In late May and early June, the Choral Fellows will sing at the Spoleto festival in Charleston for their annual tour. Their program then will include these pieces by Rorem.
Unlike most singers in a cappella groups on campus, the Choral Fellows enjoy many special benefits. If accepted to the Fellows after spring auditions, singers earn one-year appointments with the option to renew their place, and for that year receive stipends and free voice lessons.
So attractive are these benefits, said Somerville, that the program is “starting to act as a recruiting mechanism” for accomplished singers trying to decide between a liberal-arts education at Harvard or training at a conservatory.
Benefits only come in return for performances, though, and these are many: the group sings the daily service in Memorial Church, Monday through Friday, and leads the University Choir in its concerts, in addition to its annual tour and CD recordings.
Since Somerville introduced the program into the choir two years ago, when it evolved out of the morning choir to become an “in-house classical-style a cappella group,” with the typical twelve-member size, the Choral Fellows have been a regular feature at Arts First, and one of the most professional.
“Many of them are very fine soloists in their own right,” singing in opera and other commercial productions, said Somerville. But that never detracts from their effectiveness with one another, he added.
“They make a wonderful ensemble together.”
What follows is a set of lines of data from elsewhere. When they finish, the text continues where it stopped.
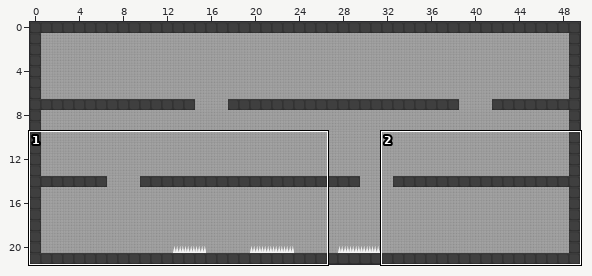
Level history. Tiled map: android/assets/maps/map2.tmx. The first picture is a wide view before the edit; the outline marks the close-up.
Close-up. Before the commit:
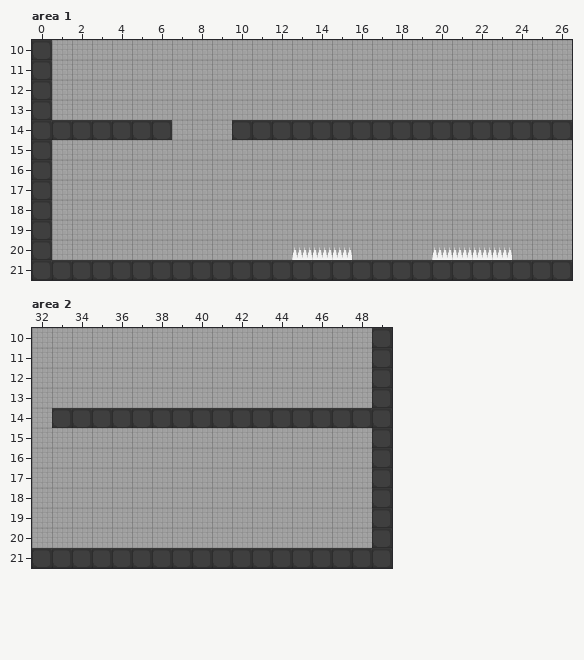
Cells are 32x32 px. Shown: area 1 x 0..26, y 10..21; area 2 x 32..49, y 10..21. The commit also changed other parts of the map, which this record leaves out.
Once edited:
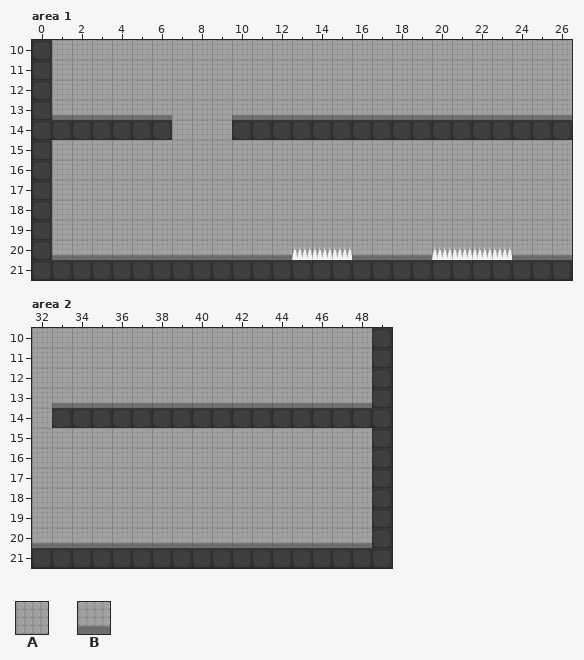
Key: from "tiles": A 1 "tileBG", B 4 "tileBGbot".
_ is an empty cell, . an unchanged one.
The edit:
--- layer "Background", area 1
@@ x 1..26 @@
-13 AAAAAA...AAAAAAAAAAAAAAAAA
+13 BBBBBB...BBBBBBBBBBBBBBBBB
@@ x 1..26 @@
-20 AAAAAAAAAAAA...AAAA....AAA
+20 BBBBBBBBBBBB...BBBB....BBB
--- layer "Background", area 2
@@ x 33..48 @@
-13 AAAAAAAAAAAAAAAA
+13 BBBBBBBBBBBBBBBB
@@ x 32..48 @@
-20 AAAAAAAAAAAAAAAAA
+20 BBBBBBBBBBBBBBBBB
Changed places in both close-ups, as pixel boxes (x1, y1, x2, y2):
changed: (52, 115, 172, 120)
changed: (232, 115, 572, 120)
changed: (52, 255, 292, 260)
changed: (352, 255, 432, 260)
changed: (512, 255, 572, 260)
changed: (52, 403, 372, 408)
changed: (32, 543, 372, 548)

This will also be the last year the Choral Fellows will spend under his guidance. Somerville will soon move on to become the director of music at St. George’s Episcopal Church in Nashville. He has spent 13 years involved in Harvard music.
Anna Engstrom ’03, one of the Choral Fellows’ co-secretaries, says the group is well aware that the Arts First concert is one of the last performances of the year with Murray conducting, and that they were all indebted to Somerville for “providing us with opportunities for recording and being able to become more renowned.”
—The Choral Fellows will perform in Adolphus Busch Hall, 29 Kirkland St., on Saturday at 1 p.m.